Individual cells modified to act as sensors using fluorescence are already useful tools in biochemistry, but now they can add good timing to their resumé, thanks in part to expertise from the National Institute of Standards and Technology (NIST).

With the added capability to track the timing of dynamic biochemical reactions, cell sensors become more useful for many studies, such as measurements of protein folding or neural activity.

As described in the Journal of the American Chemical Society,* a NIST biophysicist working at JILA and a collaborator at the University of Colorado Boulder (CU) developed a microfluidic system that records biochemical reactions over a time span of milliseconds to seconds in living human cells modified to act as FRET (fluorescence resonance energy transfer) sensors.

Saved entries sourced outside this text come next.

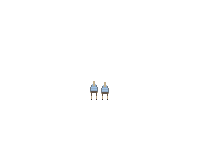
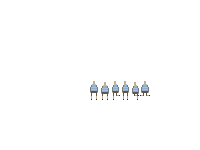
Before/after of a w=200, h=150 layered artwork. What changed in the layer stack:
painted on "head" over [112, 81, 150, 100]
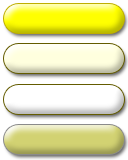
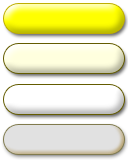
Comparing the layer stacks of the two 128 x 160 images. Changes:
added layer "Фигура 1 copy 2" above "Фигура 1 copy" over [4, 125, 124, 154]
hid "Фигура 1" over [4, 125, 124, 154]

The fast, flexible system uses lasers to measure sensor signals at two points in time at a rate of up to 15 cells per second. Statistical data, such as the average value of the FRET response for thousands of cells, can be collected in minutes.

"Our system is the first one that measures FRET response times at the single-cell level, while at the same time measuring over many cells," says JILA Fellow Ralph Jimenez, whose research group built the optics, microfluidics, electronics and other hardware.

JILA is a joint institute of NIST and CU. Jimenez is collaborating with Amy Palmer, an assistant professor in CU's Department of Chemistry and Biochemistry, who handled the molecular design and cell-biology aspects of the project.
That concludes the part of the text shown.